Search code examples
hadoopapache-pig

Populate max value to adjacent record for the same key using Pig


I have data set below

key,value
---------
key1|10
key1|20
key1|30
key2|50
key2|70

I need to populate new column for the same key with max "value" column.

Output must be

key1|10|30
key1|20|30
key1|30|30
key2|50|70
key2|70|70

Below is the Pig script, but facing issues.
A = LOAD 'input.txt' using PigStorage('|');
B = foreach A generate $0,$1,min($1); 


grunt> A = LOAD 'input.txt' using PigStorage('|');
grunt> B = foreach A generate $0,$1,max($1);

2017-05-26 06:48:02,347 [main] ERROR org.apache.pig.tools.grunt.Grunt - ERROR 1070: Could not resolve max using imports: [, java.lang., org.apache.pig.builtin., org.apache.pig.impl.builtin.]

Solution

  • The following code should do. Remember that you need to group the relation first before you can use functions like MAX, MIN, AVG.

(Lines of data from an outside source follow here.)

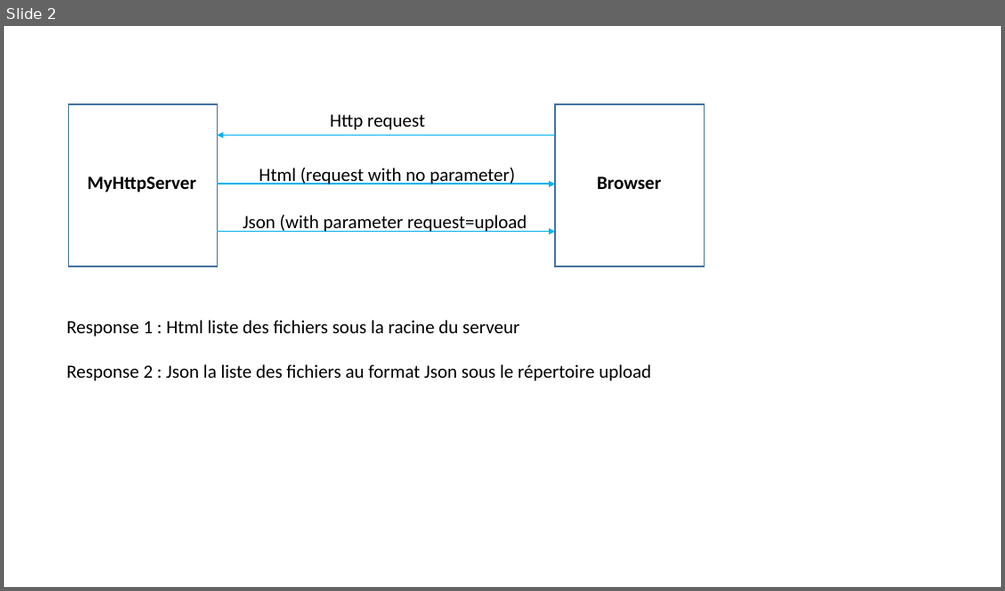
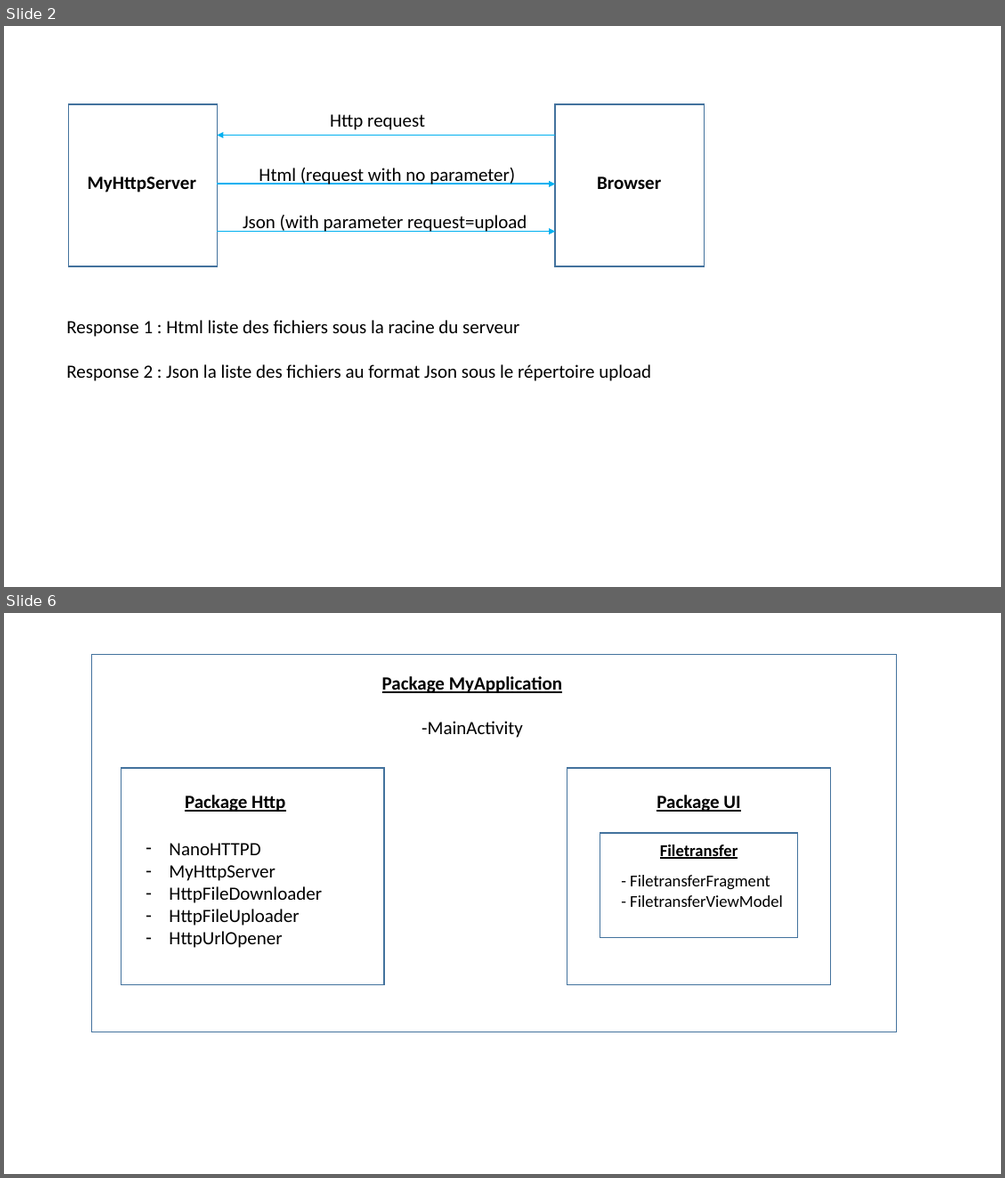
Before and after one commit to mjayari/PFE_Project, a slide deck: Présentation_image.pptx. Shown one above the other, each under a label of ours: slide 2 before the commit, slides 2 and 6 after it; the slides between them are not shown. The pictures are 1005x591 and 1005x1178 pixels, drawn with LibreOffice and Linux fonts; fonts in the diff are those of the drawing. Boxes give left, top, right and bottom in pixels: in the first picture for what was removed or moved away, otherwise in the second. Text is boxed around its words. In the diff, an @@ line names an element or a change of style, - is before the commit and + after.

```diff
--- a/Présentation_image.pptx
+++ b/Présentation_image.pptx
@@ slide 6 added at (x1=4, y1=613, x2=1001, y2=1174), background #FFFFFF @@
@@ rectangle added at (x1=92, y1=654, x2=897, y2=1032), outline #43739E 1 pt @@
@@ text added at (x1=382, y1=676, x2=562, y2=738), 18 pt, text #000000, bold, underline @@
+Package MyApplication
+-MainActivity
@@ rectangle added at (x1=121, y1=768, x2=384, y2=985), outline #43739E 1 pt @@
@@ rectangle added at (x1=567, y1=768, x2=830, y2=985), outline #43739E 1 pt @@
@@ text added at (x1=185, y1=795, x2=285, y2=811), 18 pt, text #000000, bold, underline @@
+Package Http
@@ text added at (x1=656, y1=795, x2=740, y2=811), 18 pt, text #000000, bold, underline @@
+Package UI
@@ text added at (x1=169, y1=843, x2=322, y2=948), 18 pt, text #000000 @@
+– NanoHTTPD
+– MyHttpServer
+– HttpFileDownloader
+– HttpFileUploader
+– HttpUrlOpener
@@ rectangle added at (x1=600, y1=833, x2=797, y2=938), outline #43739E 1 pt @@
@@ text added at (x1=660, y1=844, x2=738, y2=859), 16 pt, text #000000, bold, underline @@
+Filetransfer
@@ text added at (x1=630, y1=875, x2=783, y2=907), 16 pt, text #000000 @@
+- FiletransferFragment
+- FiletransferViewModel
```
Also in this commit, not shown: 3 slides changed, 4 other slides added, 3 other files.

    A = load 'file' using PigStorage(',') as (id: chararray, val: int);
    B = GROUP A by id;
    C = FOREACH B GENERATE FLATTEN(group), MAX(A.val) as (maxval: int);
    D = JOIN A by id, C BY group;
    E = FOREACH D generate A::id, A::val, C::maxval;
    DUMP E;
    

    Run this and you should get:

    (key1,30,30)
    (key1,20,30)
    (key1,10,30)
    (key2,70,70)
    (key2,50,70)